> _Exercise description_
Every line in the listing below from the one with "y 14: x 40 ." through the one with "y 18: x 45 . -> K; x 47 K -> ." is to be reproduced exactly, both ends included; leave out the rest.

○ ○ ○ ○

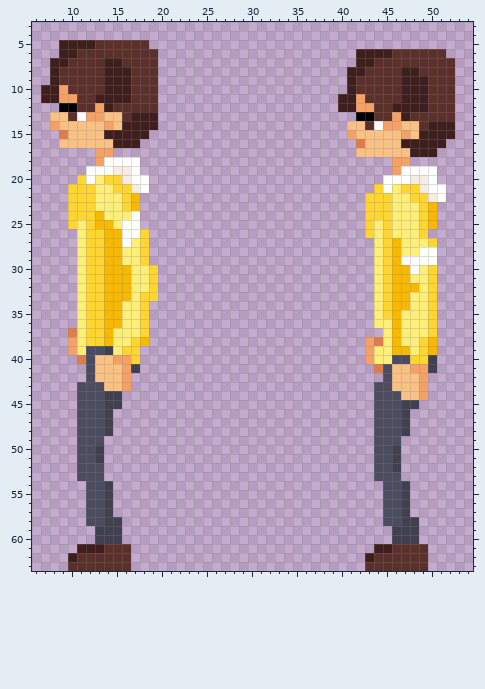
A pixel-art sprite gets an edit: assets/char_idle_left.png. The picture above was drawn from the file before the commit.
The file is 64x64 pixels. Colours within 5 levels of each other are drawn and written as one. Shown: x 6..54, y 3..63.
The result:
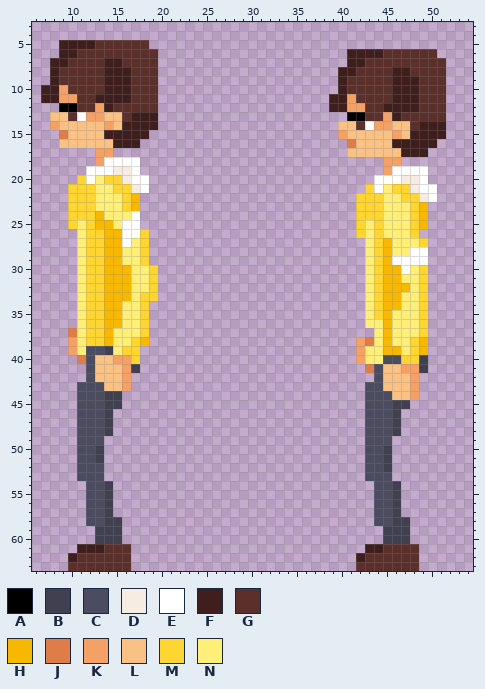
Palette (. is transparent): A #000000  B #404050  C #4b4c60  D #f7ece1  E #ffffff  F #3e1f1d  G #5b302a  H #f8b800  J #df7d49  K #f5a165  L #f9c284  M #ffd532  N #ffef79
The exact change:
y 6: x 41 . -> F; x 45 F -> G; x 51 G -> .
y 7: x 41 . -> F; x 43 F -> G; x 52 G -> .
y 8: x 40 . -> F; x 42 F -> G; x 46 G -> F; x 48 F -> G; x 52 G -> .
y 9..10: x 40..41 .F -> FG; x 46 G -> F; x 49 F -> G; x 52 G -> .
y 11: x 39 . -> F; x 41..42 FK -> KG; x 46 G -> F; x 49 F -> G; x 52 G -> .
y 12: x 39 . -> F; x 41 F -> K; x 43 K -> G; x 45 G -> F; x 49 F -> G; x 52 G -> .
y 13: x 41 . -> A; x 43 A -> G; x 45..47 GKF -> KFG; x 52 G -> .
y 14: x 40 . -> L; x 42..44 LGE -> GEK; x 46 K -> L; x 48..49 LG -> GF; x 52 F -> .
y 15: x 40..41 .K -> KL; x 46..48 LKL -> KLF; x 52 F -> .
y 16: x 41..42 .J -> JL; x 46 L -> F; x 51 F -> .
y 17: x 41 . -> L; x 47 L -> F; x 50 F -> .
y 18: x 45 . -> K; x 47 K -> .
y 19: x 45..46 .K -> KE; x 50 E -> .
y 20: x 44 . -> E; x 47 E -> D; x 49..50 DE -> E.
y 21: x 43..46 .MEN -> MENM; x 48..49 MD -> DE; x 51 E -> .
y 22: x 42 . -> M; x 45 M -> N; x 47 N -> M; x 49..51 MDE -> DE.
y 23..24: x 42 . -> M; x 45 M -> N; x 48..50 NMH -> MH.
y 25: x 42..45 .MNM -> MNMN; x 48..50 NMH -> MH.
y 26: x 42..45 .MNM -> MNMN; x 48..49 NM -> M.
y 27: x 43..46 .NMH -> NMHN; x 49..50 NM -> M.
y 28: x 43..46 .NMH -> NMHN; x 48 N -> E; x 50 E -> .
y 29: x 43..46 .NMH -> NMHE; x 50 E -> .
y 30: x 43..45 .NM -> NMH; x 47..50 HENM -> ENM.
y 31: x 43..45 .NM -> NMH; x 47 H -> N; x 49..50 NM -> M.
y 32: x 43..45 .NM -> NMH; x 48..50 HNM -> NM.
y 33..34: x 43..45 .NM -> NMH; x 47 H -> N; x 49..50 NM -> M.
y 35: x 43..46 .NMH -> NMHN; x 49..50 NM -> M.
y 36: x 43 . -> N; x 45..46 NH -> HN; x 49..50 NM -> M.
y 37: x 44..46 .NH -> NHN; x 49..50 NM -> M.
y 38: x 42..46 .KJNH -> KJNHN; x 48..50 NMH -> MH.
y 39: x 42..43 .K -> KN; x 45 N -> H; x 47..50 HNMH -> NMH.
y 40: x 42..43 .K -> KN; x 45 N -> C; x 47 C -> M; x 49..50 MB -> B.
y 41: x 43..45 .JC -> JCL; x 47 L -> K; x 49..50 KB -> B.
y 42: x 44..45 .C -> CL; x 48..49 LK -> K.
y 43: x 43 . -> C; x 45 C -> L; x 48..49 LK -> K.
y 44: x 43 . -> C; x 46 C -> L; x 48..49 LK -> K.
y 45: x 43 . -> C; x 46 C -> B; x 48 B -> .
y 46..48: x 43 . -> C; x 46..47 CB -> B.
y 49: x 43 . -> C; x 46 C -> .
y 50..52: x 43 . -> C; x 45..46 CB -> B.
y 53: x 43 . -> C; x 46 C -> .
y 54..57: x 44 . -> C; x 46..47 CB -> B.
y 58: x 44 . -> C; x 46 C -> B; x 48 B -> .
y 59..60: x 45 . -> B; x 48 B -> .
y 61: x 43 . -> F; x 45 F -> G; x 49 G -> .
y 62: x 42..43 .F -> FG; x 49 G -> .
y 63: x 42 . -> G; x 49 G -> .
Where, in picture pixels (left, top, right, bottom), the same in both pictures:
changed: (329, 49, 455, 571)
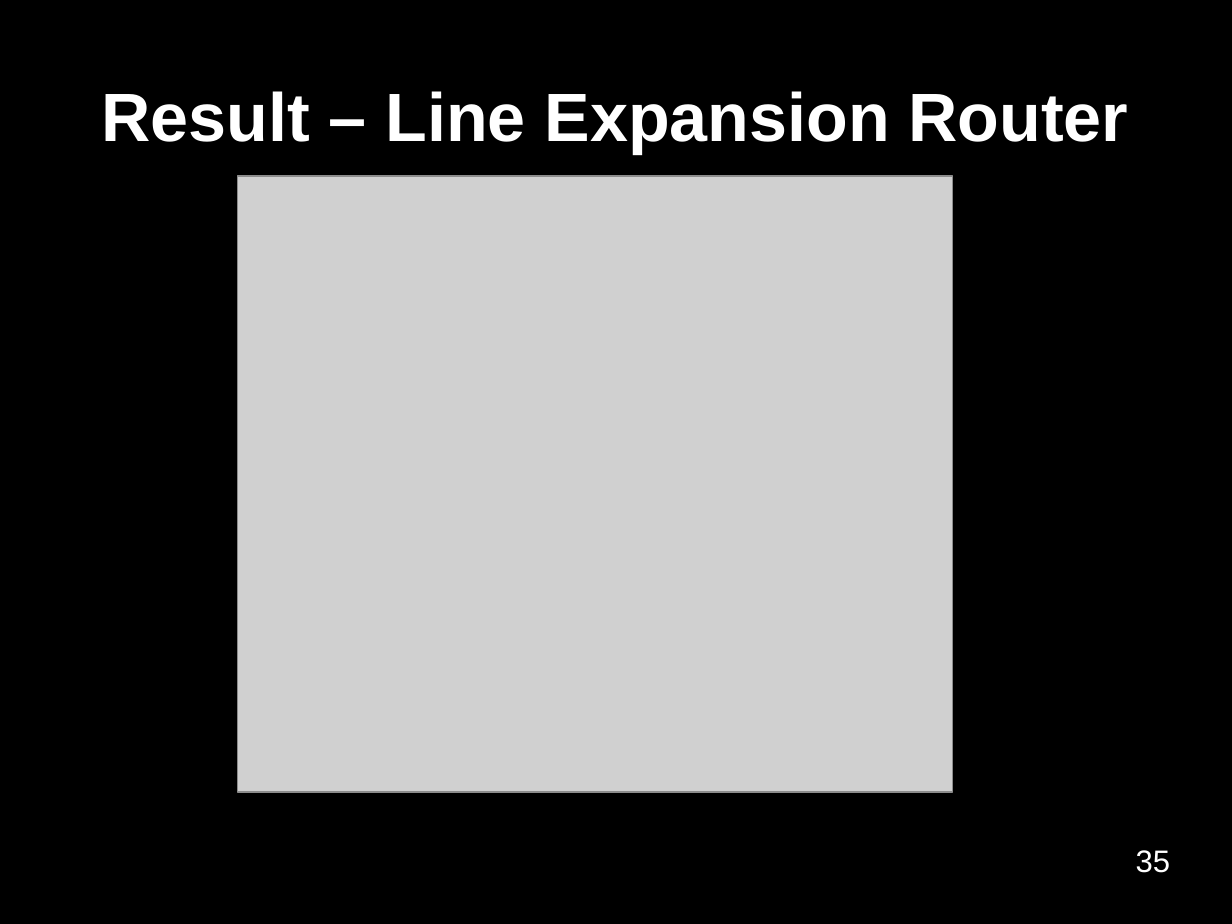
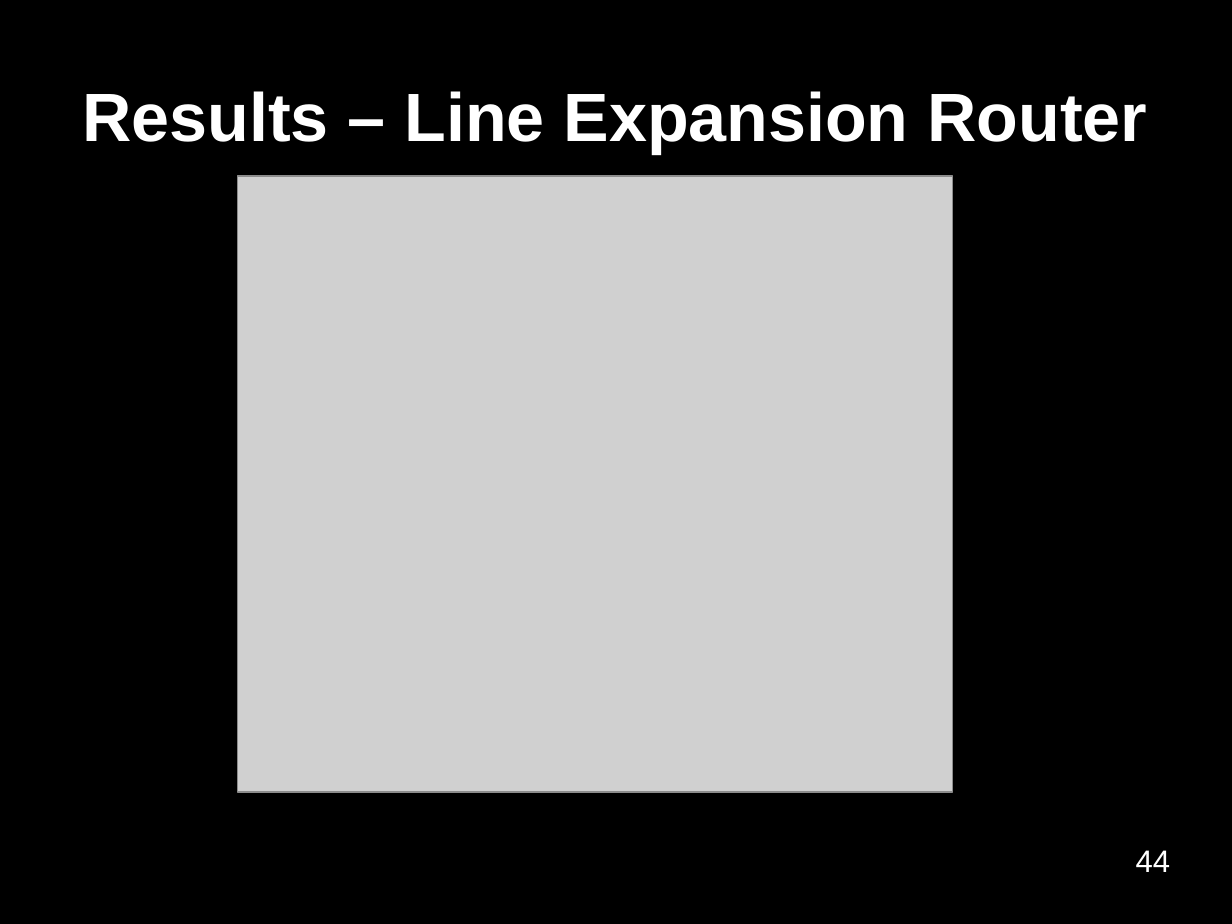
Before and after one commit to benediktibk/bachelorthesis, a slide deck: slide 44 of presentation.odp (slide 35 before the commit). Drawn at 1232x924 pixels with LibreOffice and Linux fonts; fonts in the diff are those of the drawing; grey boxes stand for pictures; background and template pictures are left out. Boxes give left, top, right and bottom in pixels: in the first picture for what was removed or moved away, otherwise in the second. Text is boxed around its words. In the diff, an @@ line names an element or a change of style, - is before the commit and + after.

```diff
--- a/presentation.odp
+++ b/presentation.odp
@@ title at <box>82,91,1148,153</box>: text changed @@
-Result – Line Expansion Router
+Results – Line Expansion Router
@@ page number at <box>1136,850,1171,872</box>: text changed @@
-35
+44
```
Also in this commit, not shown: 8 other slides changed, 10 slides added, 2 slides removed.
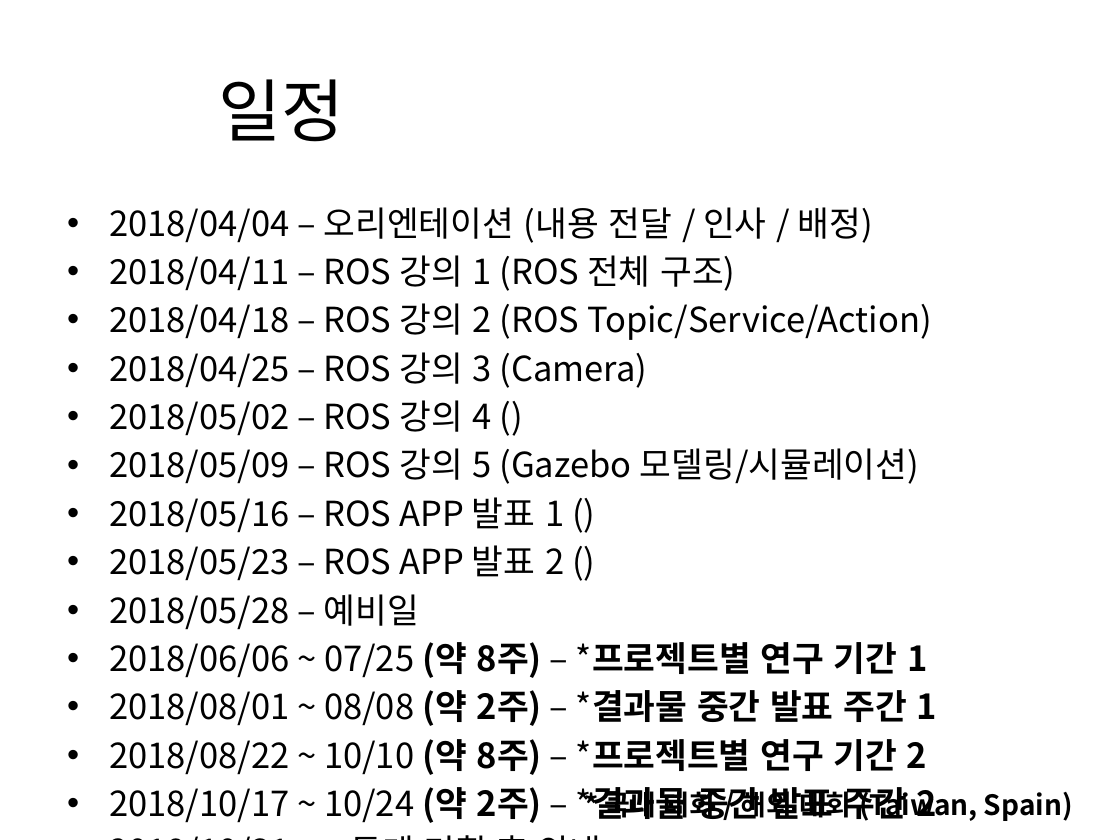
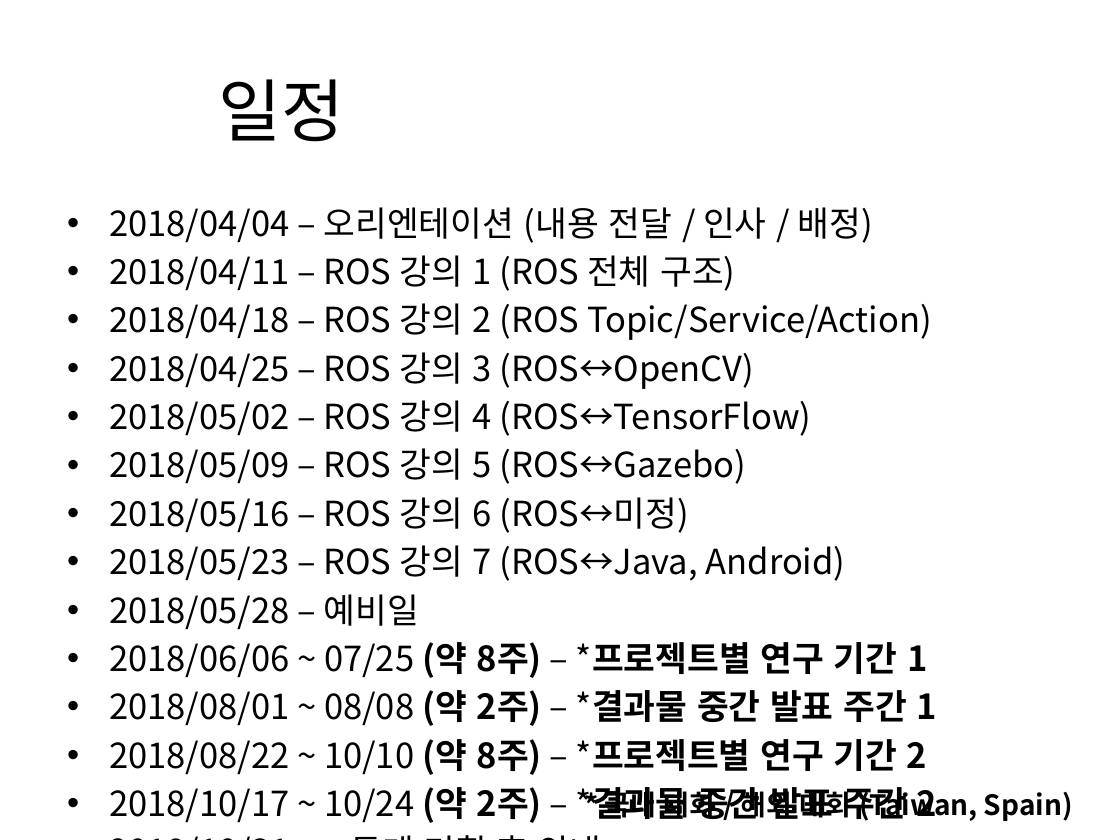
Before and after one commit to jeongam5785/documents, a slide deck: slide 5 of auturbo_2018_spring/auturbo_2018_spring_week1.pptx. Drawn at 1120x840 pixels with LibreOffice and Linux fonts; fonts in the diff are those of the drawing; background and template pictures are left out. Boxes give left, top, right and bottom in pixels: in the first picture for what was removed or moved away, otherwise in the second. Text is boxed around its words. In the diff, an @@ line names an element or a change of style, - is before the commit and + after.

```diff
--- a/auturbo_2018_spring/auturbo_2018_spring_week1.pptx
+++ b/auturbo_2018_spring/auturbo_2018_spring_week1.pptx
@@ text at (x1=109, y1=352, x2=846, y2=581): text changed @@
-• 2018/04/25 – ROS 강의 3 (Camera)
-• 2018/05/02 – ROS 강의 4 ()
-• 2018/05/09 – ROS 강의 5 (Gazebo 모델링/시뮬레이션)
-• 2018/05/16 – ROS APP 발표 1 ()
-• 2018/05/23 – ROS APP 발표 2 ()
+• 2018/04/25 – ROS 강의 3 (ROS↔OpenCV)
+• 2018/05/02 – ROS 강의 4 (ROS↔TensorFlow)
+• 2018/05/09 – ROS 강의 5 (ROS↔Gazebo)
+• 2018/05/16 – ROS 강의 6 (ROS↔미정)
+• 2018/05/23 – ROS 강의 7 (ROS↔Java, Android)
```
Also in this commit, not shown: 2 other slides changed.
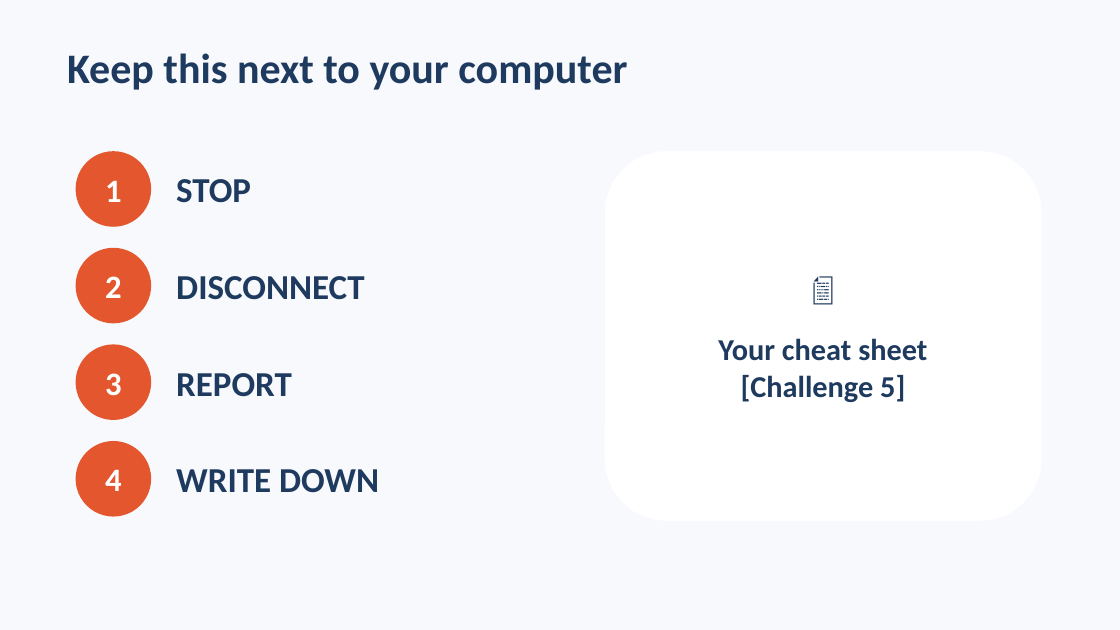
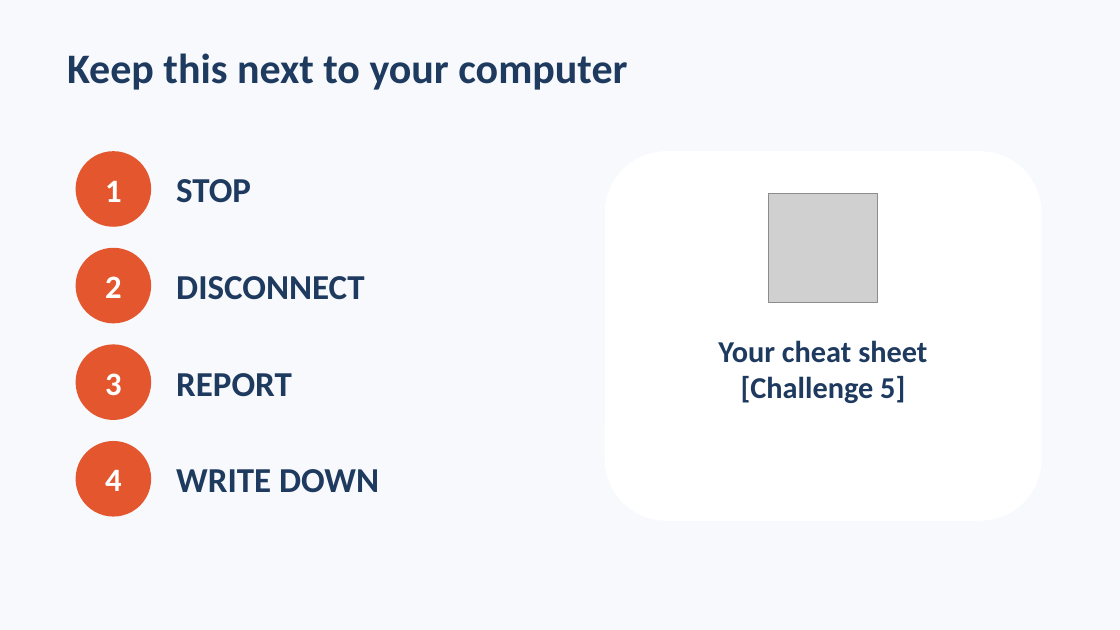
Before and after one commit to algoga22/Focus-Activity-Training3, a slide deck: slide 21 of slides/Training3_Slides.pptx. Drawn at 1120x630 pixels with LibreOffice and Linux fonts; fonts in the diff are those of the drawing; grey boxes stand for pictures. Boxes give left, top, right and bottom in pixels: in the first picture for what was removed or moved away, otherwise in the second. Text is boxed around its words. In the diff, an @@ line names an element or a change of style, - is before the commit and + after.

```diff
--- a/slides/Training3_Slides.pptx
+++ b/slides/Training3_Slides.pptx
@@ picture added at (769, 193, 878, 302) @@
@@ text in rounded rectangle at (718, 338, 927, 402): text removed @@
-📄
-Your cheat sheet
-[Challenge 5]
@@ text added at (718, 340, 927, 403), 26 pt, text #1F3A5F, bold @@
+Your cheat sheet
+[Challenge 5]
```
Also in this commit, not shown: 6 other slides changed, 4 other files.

○ ○ ○ ○

> _Answer to this task_
y 14: x 40 . -> L; x 42..44 LGE -> GEK; x 46 K -> L; x 48..49 LG -> GF; x 52 F -> .
y 15: x 40..41 .K -> KL; x 46..48 LKL -> KLF; x 52 F -> .
y 16: x 41..42 .J -> JL; x 46 L -> F; x 51 F -> .
y 17: x 41 . -> L; x 47 L -> F; x 50 F -> .
y 18: x 45 . -> K; x 47 K -> .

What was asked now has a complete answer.